Teaching is Jacob’s second career; she spent her first working for the Girl Scouts of America as a camp director and field employee starting troops around Philadelphia, and won a statewide prize for her work in multicultural education. Eventually, she enrolled at Eastern University to study multicultural education, then earned her teaching certification and began working at Kenderton Elementary in the district in 2002.
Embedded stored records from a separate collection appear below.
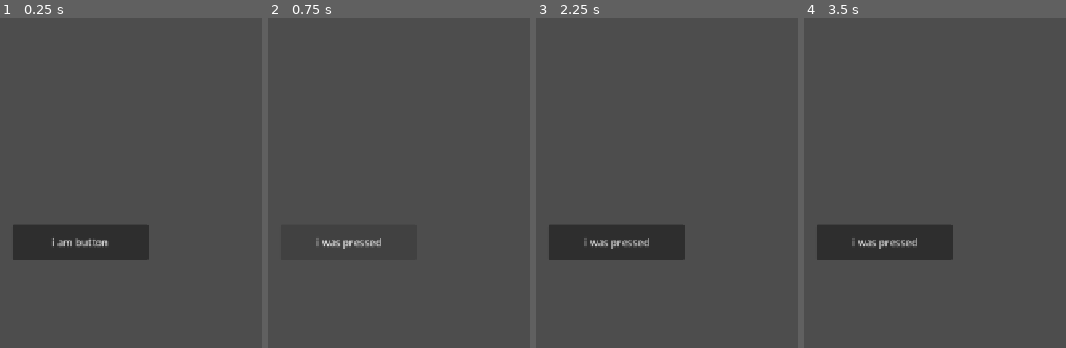
Above: before the commit, frames 1-4 (left to right).
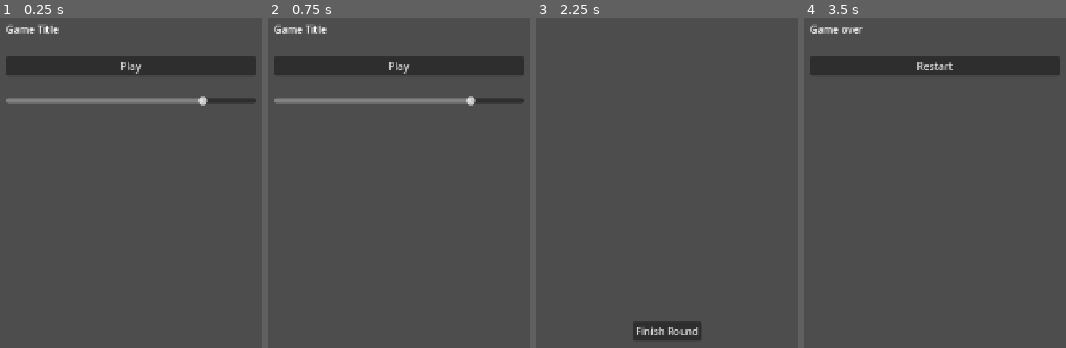
Above: after the commit, the same moments.

Repository: NureTopchiiViola/games-now-jam
Game: Godot game, scene res://scenes/main_menu.tscn
Same seed, same stepped clock (60 frames per second), same inputs: the game is played once before the commit and once after it. Before the commit the project starts from res://scenes/start_screen.tscn.
Inputs (mouse positions are in pixels of both pictures, inside the frame that each line leads up to):
- Up to frame 1 (0.25 s): no input
- Up to frame 2 (0.75 s): click (349, 242) at 0.5 s, where only the run before the commit has a clickable "i am button"
- Up to frame 3 (2.25 s): click (617, 242) at 1.25 s, where only the run before the commit has a clickable "i was pressed"; click (667, 67) at 2 s, where only the run after the commit has a clickable "Play"
- Up to frame 4 (3.5 s): click (935, 331) at 2.75 s, where only the run after the commit has a clickable "Finish Round"

The runs differ from the first frame. In frame 1, 13% of the frame differs, in the area x 2-98%, y 1-74%; in frame 2, 7.7%; in frame 3, 6.6%; in frame 4, 11%.

Commit message:
add pathing to the root scenes

Diff:
--- a/project.godot
+++ b/project.godot
@@ -11,7 +11,7 @@
 [application]
 
 config/name="games_now_jam"
-run/main_scene="uid://ci5dmtrqjifyu"
+run/main_scene="uid://dwj571g08vyfb"
 config/features=PackedStringArray("4.7", "GL Compatibility")
 config/icon="res://icon.svg"
 
--- a/scenes/game.tscn
+++ b/scenes/game.tscn
@@ -1,4 +1,6 @@
 [gd_scene format=3 uid="uid://d2i1qa2r38dsn"]
+
+[ext_resource type="Script" uid="uid://c5pgwrvc75i8j" path="res://scripts/game.gd" id="1_uwrxv"]
 
 [node name="Game" type="Control" unique_id=1159430474]
 layout_mode = 3
@@ -7,6 +9,7 @@
 anchor_bottom = 1.0
 grow_horizontal = 2
 grow_vertical = 2
+script = ExtResource("1_uwrxv")
 
 [node name="EndButton" type="Button" parent="." unique_id=1268712593]
 layout_mode = 1
--- a/scenes/game_over.tscn
+++ b/scenes/game_over.tscn
@@ -1,4 +1,6 @@
 [gd_scene format=3 uid="uid://8y6n6drx0w4j"]
+
+[ext_resource type="Script" uid="uid://bpwnal4k5i36d" path="res://scripts/game_over.gd" id="1_xeevv"]
 
 [node name="GameOver" type="Control" unique_id=1312016712]
 layout_mode = 3
@@ -7,6 +9,7 @@
 anchor_bottom = 1.0
 grow_horizontal = 2
 grow_vertical = 2
+script = ExtResource("1_xeevv")
 
 [node name="VBoxContainer" type="VBoxContainer" parent="." unique_id=1984527072]
 layout_mode = 1
@@ -23,10 +26,10 @@
 grow_vertical = 2
 theme_override_constants/separation = 32
 
-[node name="Label" type="Label" parent="VBoxContainer" unique_id=1603372470]
+[node name="GameOverText" type="Label" parent="VBoxContainer" unique_id=1603372470]
 layout_mode = 2
 text = "Game over"
 
-[node name="Button" type="Button" parent="VBoxContainer" unique_id=835417057]
+[node name="RestartButton" type="Button" parent="VBoxContainer" unique_id=835417057]
 layout_mode = 2
 text = "Restart"
--- a/scenes/main_menu.tscn
+++ b/scenes/main_menu.tscn
@@ -1,4 +1,6 @@
 [gd_scene format=3 uid="uid://dwj571g08vyfb"]
+
+[ext_resource type="Script" uid="uid://duiwxoioy68lj" path="res://scripts/main_menu.gd" id="1_l6cm7"]
 
 [node name="MainMenu" type="Control" unique_id=651514764]
 layout_mode = 3
@@ -7,6 +9,7 @@
 anchor_bottom = 1.0
 grow_horizontal = 2
 grow_vertical = 2
+script = ExtResource("1_l6cm7")
 
 [node name="VBoxContainer" type="VBoxContainer" parent="." unique_id=1307336532]
 layout_mode = 1
@@ -32,7 +35,7 @@
 layout_mode = 2
 text = "Play"
 
-[node name="HSlider" type="HSlider" parent="VBoxContainer" unique_id=1498416770]
+[node name="VolumeSlider" type="HSlider" parent="VBoxContainer" unique_id=1498416770]
 layout_mode = 2
 max_value = 1.0
 step = 0.05
--- a/scenes/start_screen.tscn
+++ b/scenes/start_screen.tscn
@@ -1,6 +1,22 @@
-[gd_scene format=3 uid="uid://ci5dmtrqjifyu"]
+[gd_scene format=3 uid="uid://c7fvsjeqk3f3a"]
 
-[ext_resource type="Script" uid="uid://cv3xx5neikekg" path="res://scripts/start_button.gd" id="1_tx5wa"]
+[sub_resource type="GDScript" id="GDScript_cllq7"]
+script/source = "extends Button
+
+
+# Called when the node enters the scene tree for the first time.
+func _ready() -> void:
+	pass # Replace with function body.
+
+
+# Called every frame. 'delta' is the elapsed time since the previous frame.
+func _process(delta: float) -> void:
+	pass
+
+
+func _on_pressed() -> void:
+	text = \"i was pressed\"
+"
 
 [node name="Start screen" type="Control" unique_id=571898033]
 layout_mode = 3
@@ -17,6 +33,6 @@
 offset_right = 668.0
 offset_bottom = 541.0
 text = "i am button"
-script = ExtResource("1_tx5wa")
+script = SubResource("GDScript_cllq7")
 
 [connection signal="pressed" from="Start Button" to="Start Button" method="_on_pressed"]
--- /dev/null
+++ b/scripts/game.gd
@@ -0,0 +1,9 @@
+extends Control
+
+@onready var end_button: Button = $EndButton
+
+func _ready() -> void:
+	end_button.pressed.connect(_on_end_pressed)
+
+func _on_end_pressed() -> void:
+	get_tree().change_scene_to_file("res://scenes/game_over.tscn")
--- /dev/null
+++ b/scripts/game_over.gd
@@ -0,0 +1,9 @@
+extends Control
+
+@onready var restart_button: Button = $VBoxContainer/RestartButton
+
+func _ready() -> void:
+	restart_button.pressed.connect(_on_restart_pressed)
+
+func _on_restart_pressed() -> void:
+	get_tree().change_scene_to_file("res://scenes/Game.tscn")
--- /dev/null
+++ b/scripts/main_menu.gd
@@ -0,0 +1,16 @@
+extends Control
+
+@onready var play_button: Button = $VBoxContainer/PlayButton
+@onready var volume_slider: HSlider = $VBoxContainer/VolumeSlider
+
+func _ready() -> void:
+	play_button.pressed.connect(_on_play_pressed)
+	volume_slider.value_changed.connect(_on_volume_changed)
+	_on_volume_changed(volume_slider.value)
+
+func _on_play_pressed() -> void:
+	get_tree().change_scene_to_file("res://scenes/Game.tscn")
+
+func _on_volume_changed(value: float) -> void:
+	var bus_idx := AudioServer.get_bus_index("Master")
+	AudioServer.set_bus_volume_db(bus_idx, linear_to_db(value))
--- a/scripts/start_button.gd
+++ /dev/null
@@ -1,15 +0,0 @@
-extends Button
-
-
-# Called when the node enters the scene tree for the first time.
-func _ready() -> void:
-	pass # Replace with function body.
-
-
-# Called every frame. 'delta' is the elapsed time since the previous frame.
-func _process(delta: float) -> void:
-	pass
-
-
-func _on_pressed() -> void:
-	text = "i was pressed"
Not shown, added: scripts/game.gd.uid
Not shown, added: scripts/game_over.gd.uid
Not shown, added: scripts/main_menu.gd.uid
Not shown, removed: scripts/start_button.gd.uid

Shortly thereafter, she was transferred to the district’s office of nonpublic programs, working as a reading specialist in private schools that contracted with the school system. But when that contract ended, she returned to a district classroom in 2018.

She felt lucky to land at Jay Cooke, assessing children’s reading knowledge, then working with small groups of kids who need extra intervention to reach proficiency.

“The children I work with sometimes can be overlooked in the classroom, but in this little setting, these kids feel comfortable,” said Jacob, who will often spend her lunch period working with a student who needs extra help, or be sought out by former students who want to spend time in her room.

There’s intense scrutiny now of how children are taught to read in the U.S., with growing attention to the “science of reading.” But that’s nothing new for Jacob.

“The science of reading is very important, especially for kids that come in with a deficit,” said Jacob. “We have to fill the void as quickly as we can. It has to be done systematically — you need to have the mechanics of reading down before you can start to build comprehension.”

In nominating Jacob for a Lindback award, Christie Parfitt, Jay Cooke’s principal, wrote she had “never seen someone teach with more excitement and enthusiasm than she has.” Jacob, Parfitt said, “is the fairy godmother of reading!”